HistoryData
Crates of Athens

Crates of Athens

philosopher

Who was Crates of Athens?

3rd-century BC Greek Platonist philosopher

Biographical data adapted from Wikipedia’s article on Crates of Athens (CC BY-SA 4.0).

Died
-260
Nationality
Zodiac Sign

Biography

Crates of Athens was a Greek philosopher in the third century BC who followed the Platonic tradition and eventually led the Academy that Plato founded in Athens. He died between 268 and 264 BC, during the early Hellenistic period when Greek philosophy was changing and spreading throughout the Mediterranean. As a Platonist, Crates belonged to a school that had already produced many important thinkers in Western history, and he had to both preserve and interpret its complex philosophical heritage.

Before Fame

We don't know much about the early life of Crates of Athens, including the details of his birth or his education before he joined the Academy. He was likely born around 400 BC, during the last years of classical Athens, when the city was dealing with the aftermath of its loss in the Peloponnesian War and the execution of Socrates in 399 BC. These events had a huge impact on the philosophical culture Crates grew up in, as Plato and his followers worked to defend and organize rational thinking amidst political chaos and public distrust of philosophy.

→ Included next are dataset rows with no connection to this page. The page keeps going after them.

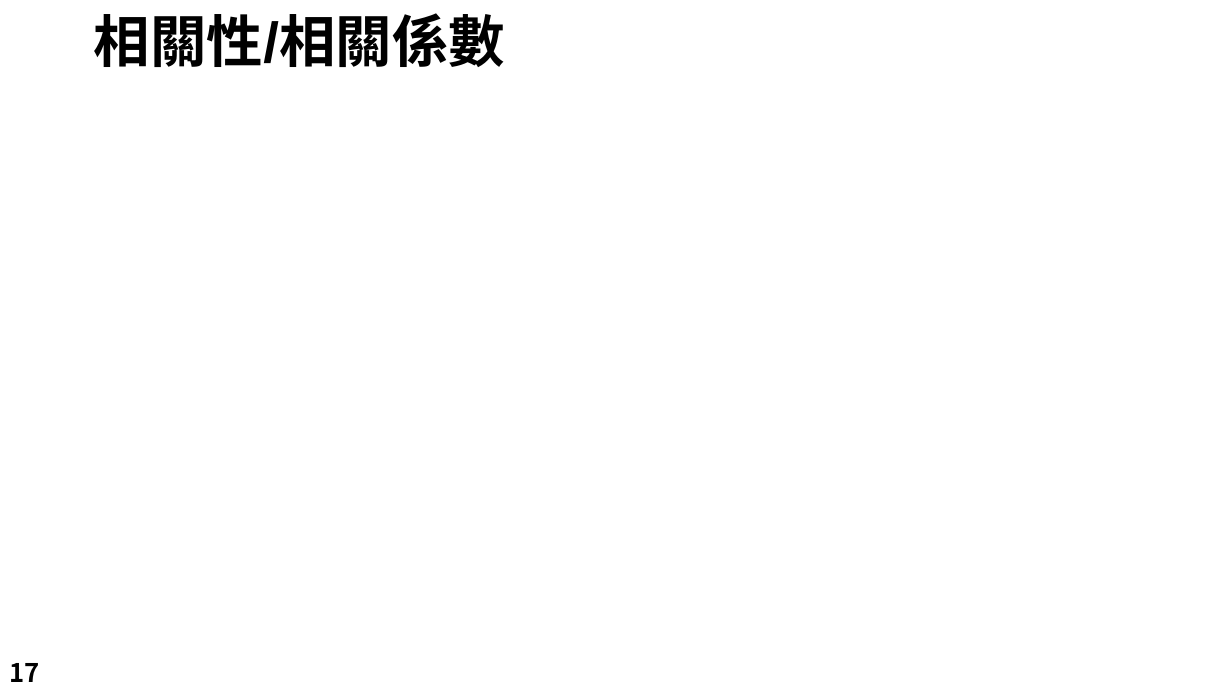
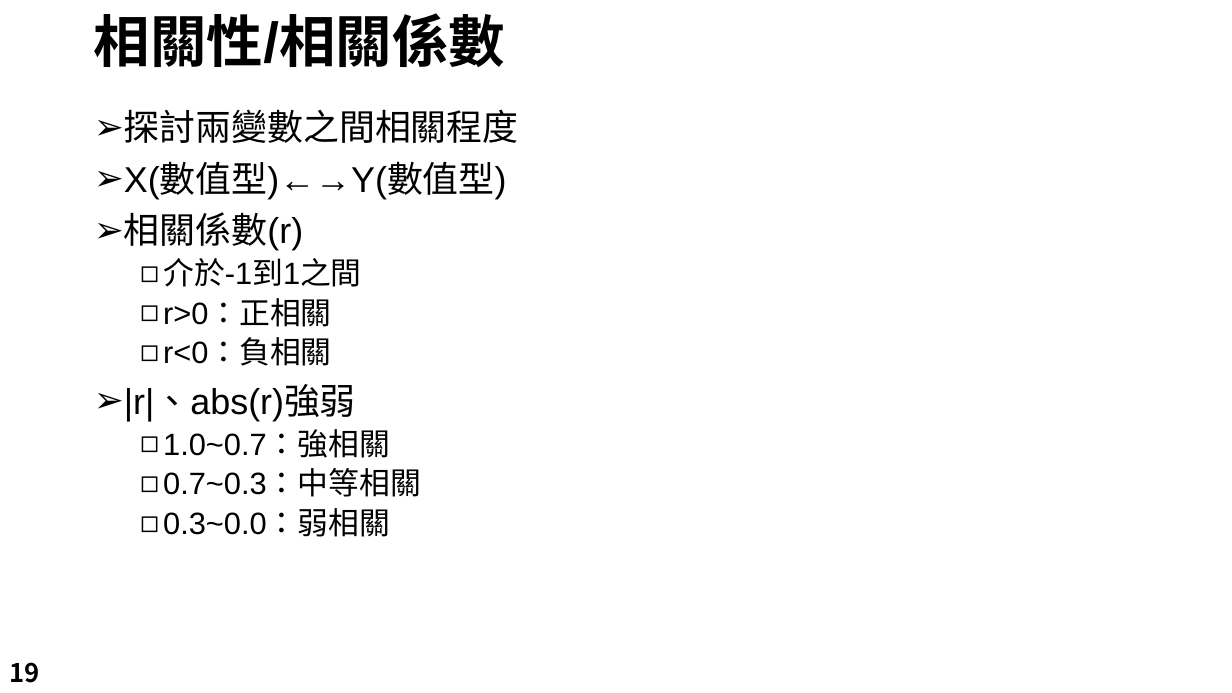
Before and after one commit to LeBronWilly/Basic_R_Language, a slide deck: slide 19 of R_Presentation.pptx (slide 17 before the commit). Drawn at 1232x693 pixels with LibreOffice and Linux fonts; fonts in the diff are those of the drawing; background and template pictures are left out. Boxes give left, top, right and bottom in pixels: in the first picture for what was removed or moved away, otherwise in the second. Text is boxed around its words. In the diff, an @@ line names an element or a change of style, - is before the commit and + after.

```diff
--- a/R_Presentation.pptx
+++ b/R_Presentation.pptx
@@ text added at (124,109,519,537), 24 pt, text #000000 @@
+➢ 探討兩變數之間相關程度
+➢ X(數值型)←→Y(數值型)
+➢ 相關係數(r)
+  ◻ 介於-1到1之間
+  ◻ r>0：正相關
+  ◻ r<0：負相關
+➢ |r|、abs(r)強弱
+  ◻ 1.0~0.7：強相關
+  ◻ 0.7~0.3：中等相關
+  ◻ 0.3~0.0：弱相關
@@ page number at (9,662,39,683): text changed @@
-17
+19
```
Also in this commit, not shown: 12 other slides changed, 2 slides added, 1 other file.

Crates eventually joined the Academy, the school Plato founded near Athens, and moved up through the ranks as the institution was defining its identity and methods. His predecessor as head of the school was Polemon, who probably taught Crates and helped shape his philosophical beliefs. Moving from student to head of the school was a natural step in the Academy's culture of mentorship and succession.

Key Achievements

  • Served as scholarch of the Old Academy, guiding the institution founded by Plato during a critical transitional period in Greek philosophy
  • Maintained the Platonic tradition in Athens during the early Hellenistic period when rival schools such as Stoicism and Epicureanism were rapidly gaining influence
  • Mentored Arcesilaus, who would go on to transform the Academy into a center of philosophical skepticism and profoundly alter the trajectory of ancient philosophy
  • Represented the final phase of the Old Academy, preserving its doctrinal character before the institution's direction changed fundamentally after his death

Did You Know?

  • 01.Crates of Athens was the last scholarch of what scholars now call the Old Academy, meaning that after his death the institution entered a new phase marked by greater skepticism under Arcesilaus.
  • 02.His death, dated between 268 and 264 BC, coincided with the early years of the Chremonidean War, an Athenian military uprising against Macedonian rule that deeply disrupted civic life in Athens.
  • 03.Crates was a student of Polemon of Athens, continuing an unbroken chain of succession from Plato himself through Speusippus, Xenocrates, and Polemon.
  • 04.Unlike some of his contemporaries in rival schools, Crates represented a conservative strand of Platonism that sought to maintain continuity with the founder's doctrines rather than radically revising them.
  • 05.After Crates died, Arcesilaus took over the Academy and steered it toward Academic Skepticism, a move so dramatic that historians treat Crates as the final representative of an older, more dogmatic Platonic tradition.